***** Extracted records *****

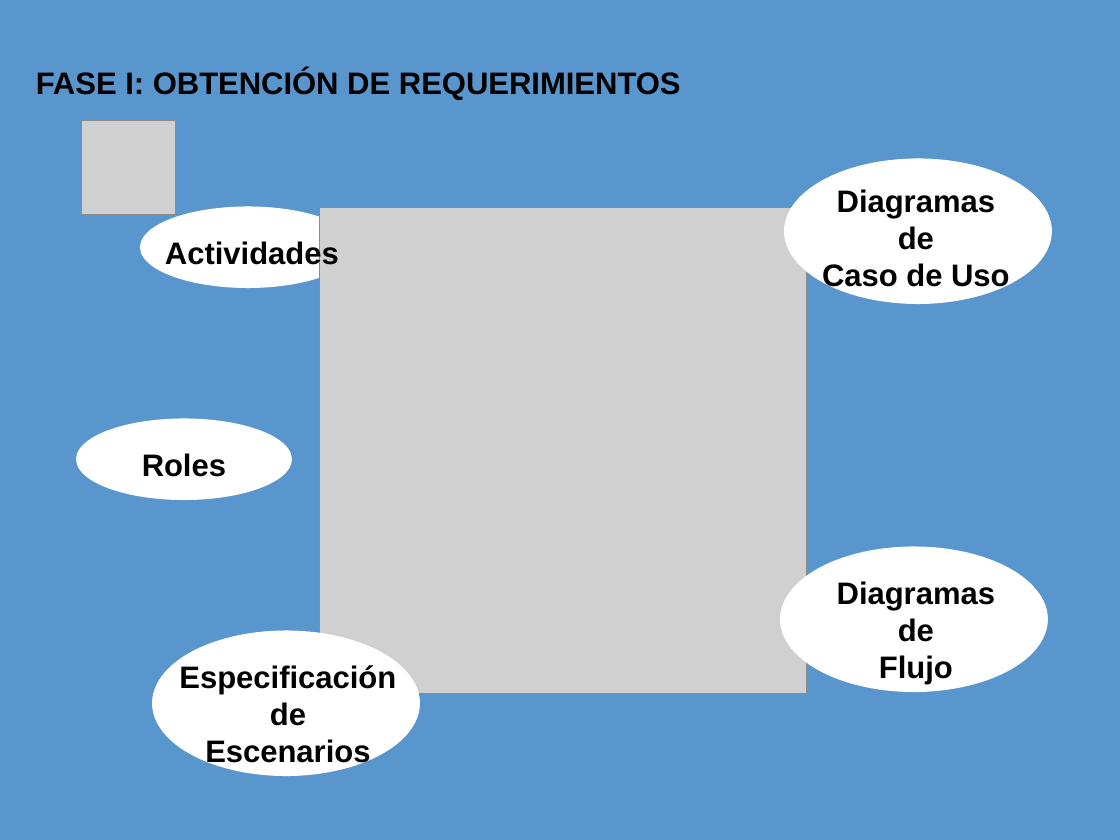
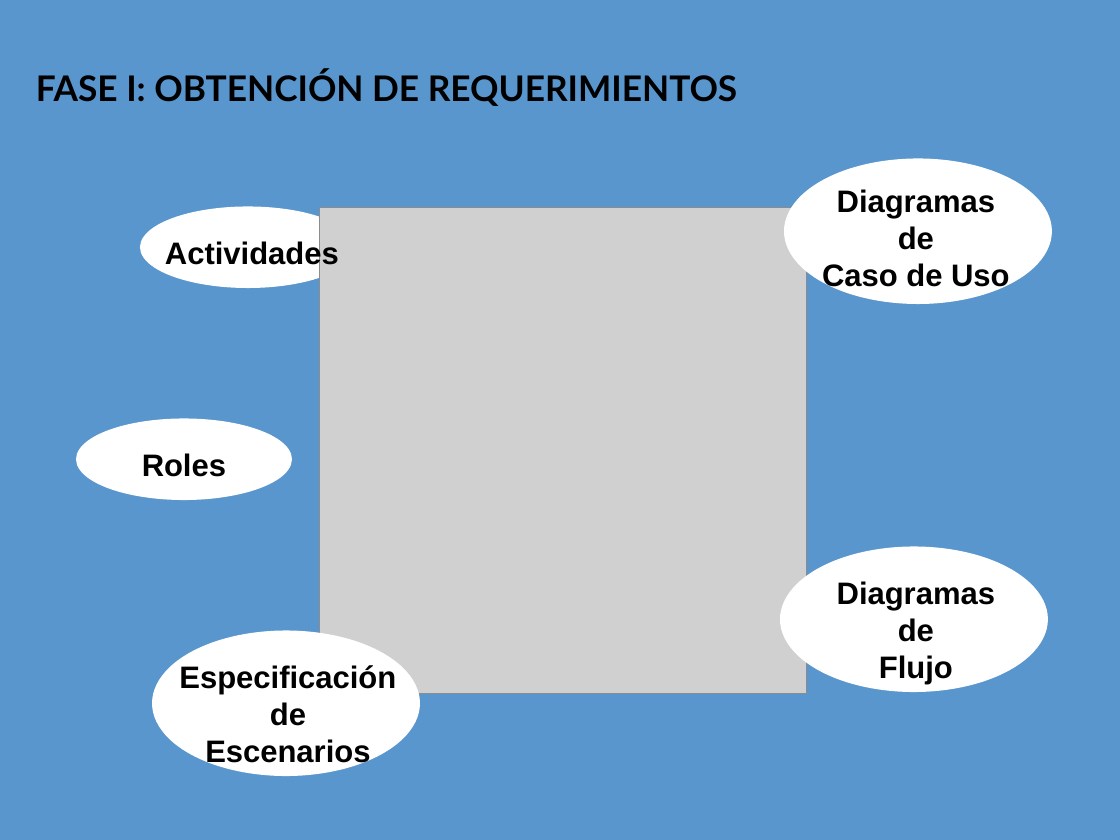
Before and after one commit to heric1812/eduais-proyecto-investigacion, a slide deck: slide 6 of diapositivas/PGrado2_Presentación.odp (slide 5 before the commit). Drawn at 1120x840 pixels with LibreOffice and Linux fonts; fonts in the diff are those of the drawing; grey boxes stand for pictures. Boxes give left, top, right and bottom in pixels: in the first picture for what was removed or moved away, otherwise in the second. Text is boxed around its words. In the diff, an @@ line names an element or a change of style, - is before the commit and + after.

```diff
--- a/diapositivas/PGrado2_Presentación.odp
+++ b/diapositivas/PGrado2_Presentación.odp
@@ text "FASE I: OBTENCIÓN DE REQUERIMIENTOS" at [36,71,737,106]: size 22 to 25 pt, font Arial to Lato @@
@@ picture removed at [81,120,176,214] @@
```
Also in this commit, not shown: 8 other slides changed, 7 slides added, 38 other files.
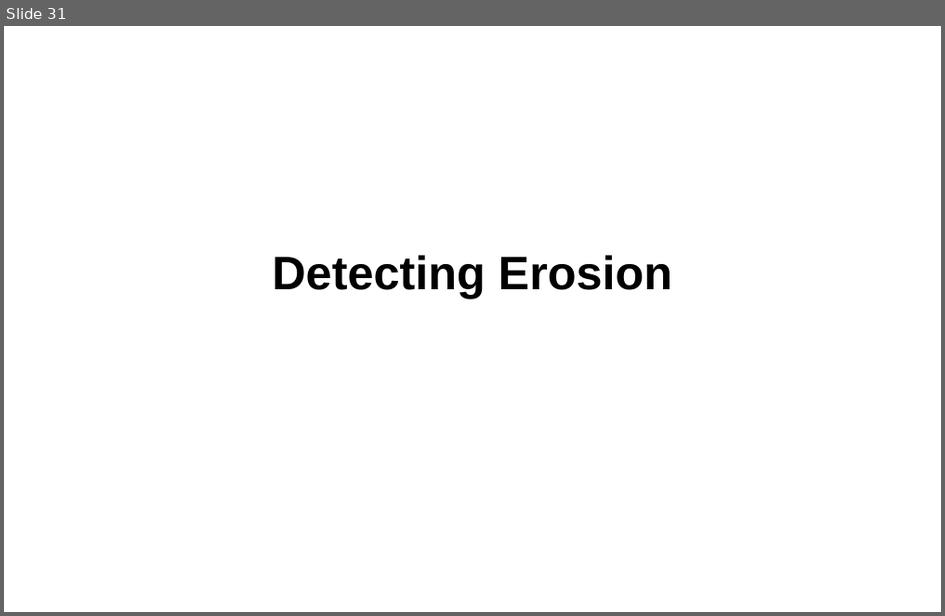
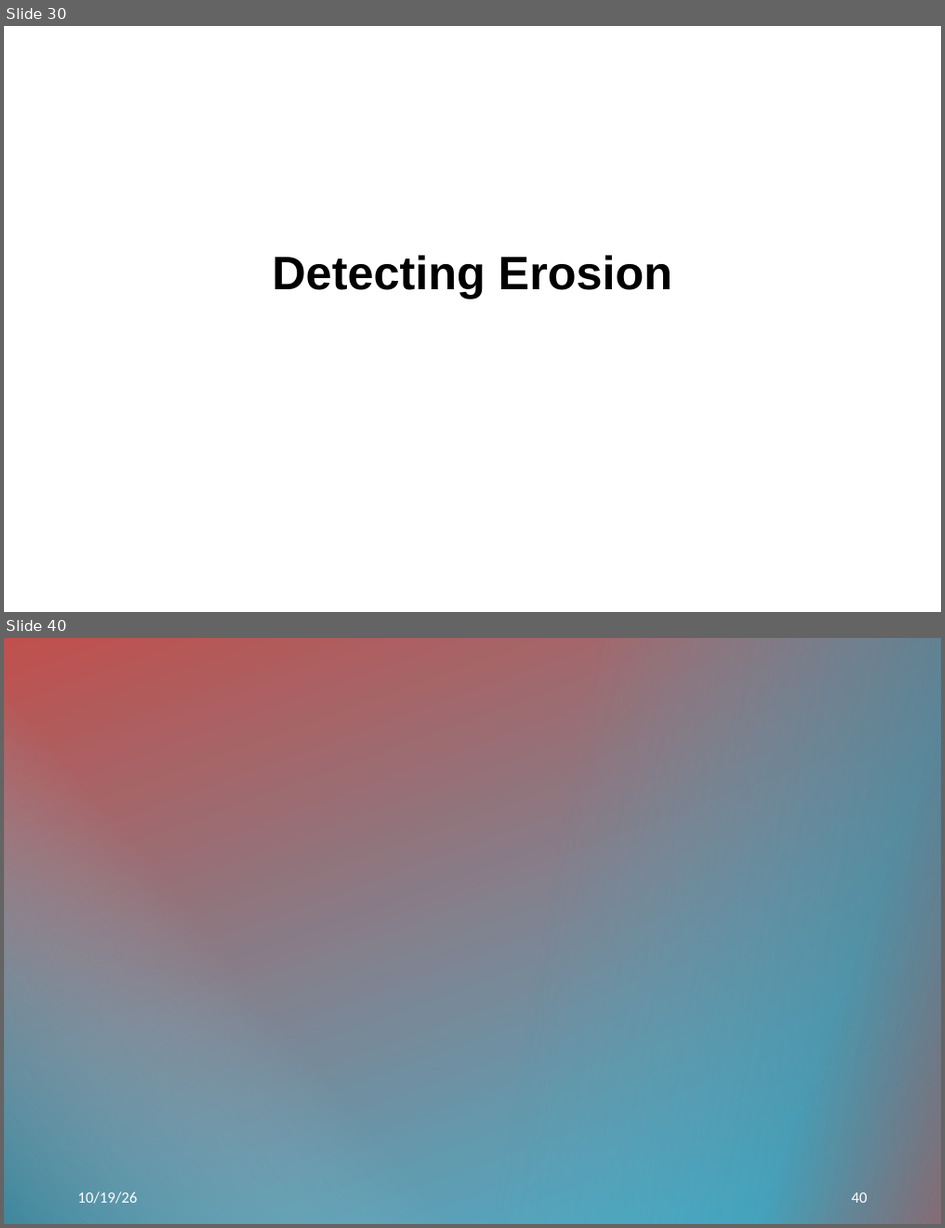
Before and after one commit to SannioEvolution/Material, a slide deck: 8 - Architectural Erosion and Smells.pptx. Shown one above the other, each under a label of ours: slide 31 before the commit, slides 30 and 40 after it; the slides between them are not shown. The pictures are 945x616 and 945x1228 pixels, drawn with LibreOffice and Linux fonts; fonts in the diff are those of the drawing; background and template pictures are left out; a plain dark background stands for a picture behind light text. Boxes give left, top, right and bottom in pixels: in the first picture for what was removed or moved away, otherwise in the second. Text is boxed around its words. In the diff, an @@ line names an element or a change of style, - is before the commit and + after.

```diff
--- a/8 - Architectural Erosion and Smells.pptx
+++ b/8 - Architectural Erosion and Smells.pptx
@@ slide 40 added at [4,638,941,1224], background picture (left out) @@
@@ group added at [4,638,941,1224]: 4 rectangles @@
@@ text added at [77,1191,137,1203], 12 pt, text #FFFFFF @@
+10/19/26
@@ page number added at [852,1192,868,1203], 12 pt, text #FFFFFF @@
+40
@@ what was slide 31 is now slide 30 @@
```
Also in this commit, not shown: 55 slides changed, 6 other slides added, 5 slides removed.
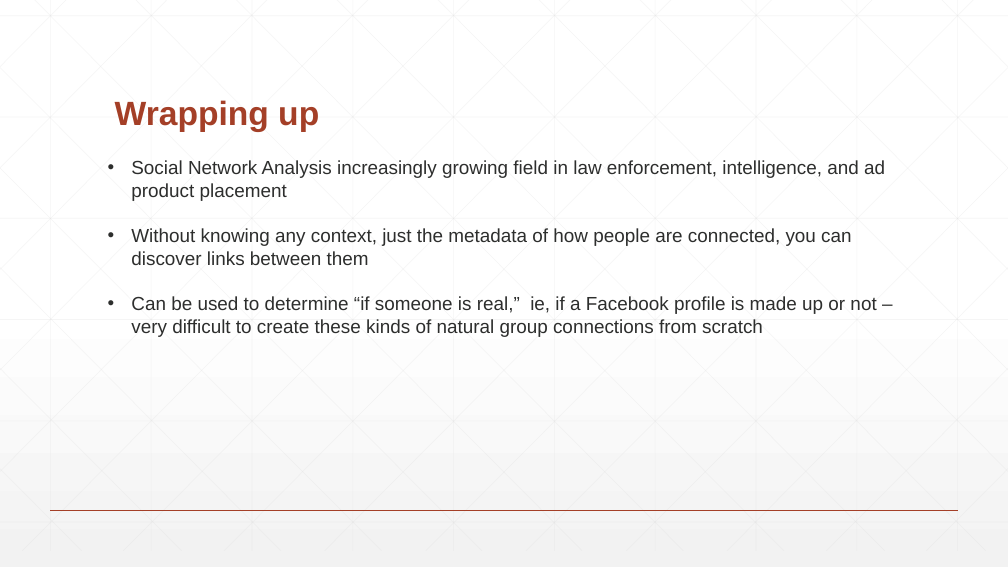
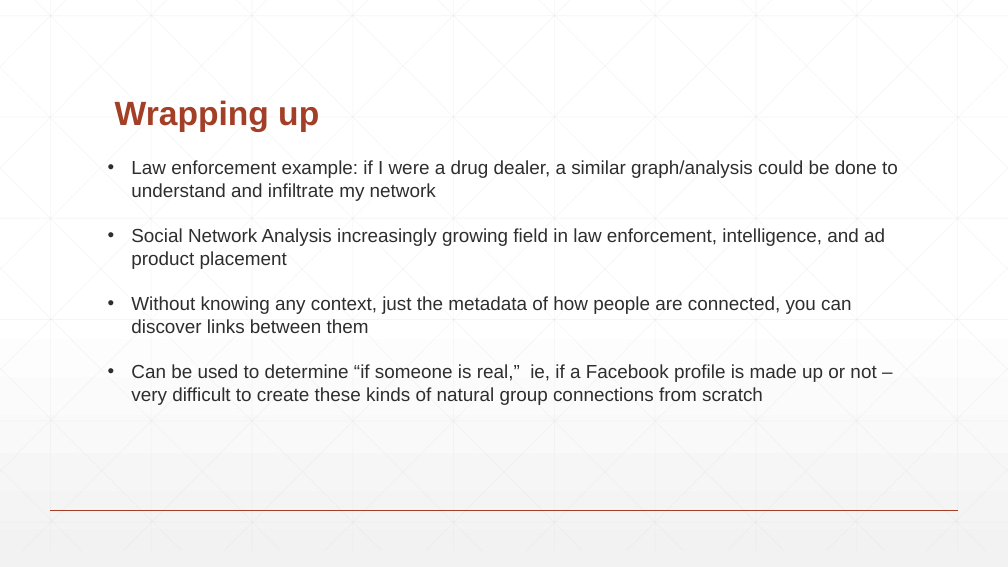
Before and after one commit to lostangles/datamining, a slide deck: slide 30 of Presentation.pptx (slide 29 before the commit). Drawn at 1008x567 pixels with LibreOffice and Linux fonts; fonts in the diff are those of the drawing. Boxes give left, top, right and bottom in pixels: in the first picture for what was removed or moved away, otherwise in the second. Text is boxed around its words. In the diff, an @@ line names an element or a change of style, - is before the commit and + after.

```diff
--- a/Presentation.pptx
+++ b/Presentation.pptx
@@ text at [131, 160, 898, 201]: paragraph added @@
+• Law enforcement example: if I were a drug dealer, a similar graph/analysis could be done to understand and infiltrate my network
```
Also in this commit, not shown: 1 slide added, 1 other file.

*****

(Problem to solve)
Please give back every line above exactly as it stands, without pictures.

(Completed task)
Before and after one commit to heric1812/eduais-proyecto-investigacion, a slide deck: slide 6 of diapositivas/PGrado2_Presentación.odp (slide 5 before the commit). Drawn at 1120x840 pixels with LibreOffice and Linux fonts; fonts in the diff are those of the drawing; grey boxes stand for pictures. Boxes give left, top, right and bottom in pixels: in the first picture for what was removed or moved away, otherwise in the second. Text is boxed around its words. In the diff, an @@ line names an element or a change of style, - is before the commit and + after.

```diff
--- a/diapositivas/PGrado2_Presentación.odp
+++ b/diapositivas/PGrado2_Presentación.odp
@@ text "FASE I: OBTENCIÓN DE REQUERIMIENTOS" at [36,71,737,106]: size 22 to 25 pt, font Arial to Lato @@
@@ picture removed at [81,120,176,214] @@
```
Also in this commit, not shown: 8 other slides changed, 7 slides added, 38 other files.
Before and after one commit to SannioEvolution/Material, a slide deck: 8 - Architectural Erosion and Smells.pptx. Shown one above the other, each under a label of ours: slide 31 before the commit, slides 30 and 40 after it; the slides between them are not shown. The pictures are 945x616 and 945x1228 pixels, drawn with LibreOffice and Linux fonts; fonts in the diff are those of the drawing; background and template pictures are left out; a plain dark background stands for a picture behind light text. Boxes give left, top, right and bottom in pixels: in the first picture for what was removed or moved away, otherwise in the second. Text is boxed around its words. In the diff, an @@ line names an element or a change of style, - is before the commit and + after.

```diff
--- a/8 - Architectural Erosion and Smells.pptx
+++ b/8 - Architectural Erosion and Smells.pptx
@@ slide 40 added at [4,638,941,1224], background picture (left out) @@
@@ group added at [4,638,941,1224]: 4 rectangles @@
@@ text added at [77,1191,137,1203], 12 pt, text #FFFFFF @@
+10/19/26
@@ page number added at [852,1192,868,1203], 12 pt, text #FFFFFF @@
+40
@@ what was slide 31 is now slide 30 @@
```
Also in this commit, not shown: 55 slides changed, 6 other slides added, 5 slides removed.
Before and after one commit to lostangles/datamining, a slide deck: slide 30 of Presentation.pptx (slide 29 before the commit). Drawn at 1008x567 pixels with LibreOffice and Linux fonts; fonts in the diff are those of the drawing. Boxes give left, top, right and bottom in pixels: in the first picture for what was removed or moved away, otherwise in the second. Text is boxed around its words. In the diff, an @@ line names an element or a change of style, - is before the commit and + after.

```diff
--- a/Presentation.pptx
+++ b/Presentation.pptx
@@ text at [131, 160, 898, 201]: paragraph added @@
+• Law enforcement example: if I were a drug dealer, a similar graph/analysis could be done to understand and infiltrate my network
```
Also in this commit, not shown: 1 slide added, 1 other file.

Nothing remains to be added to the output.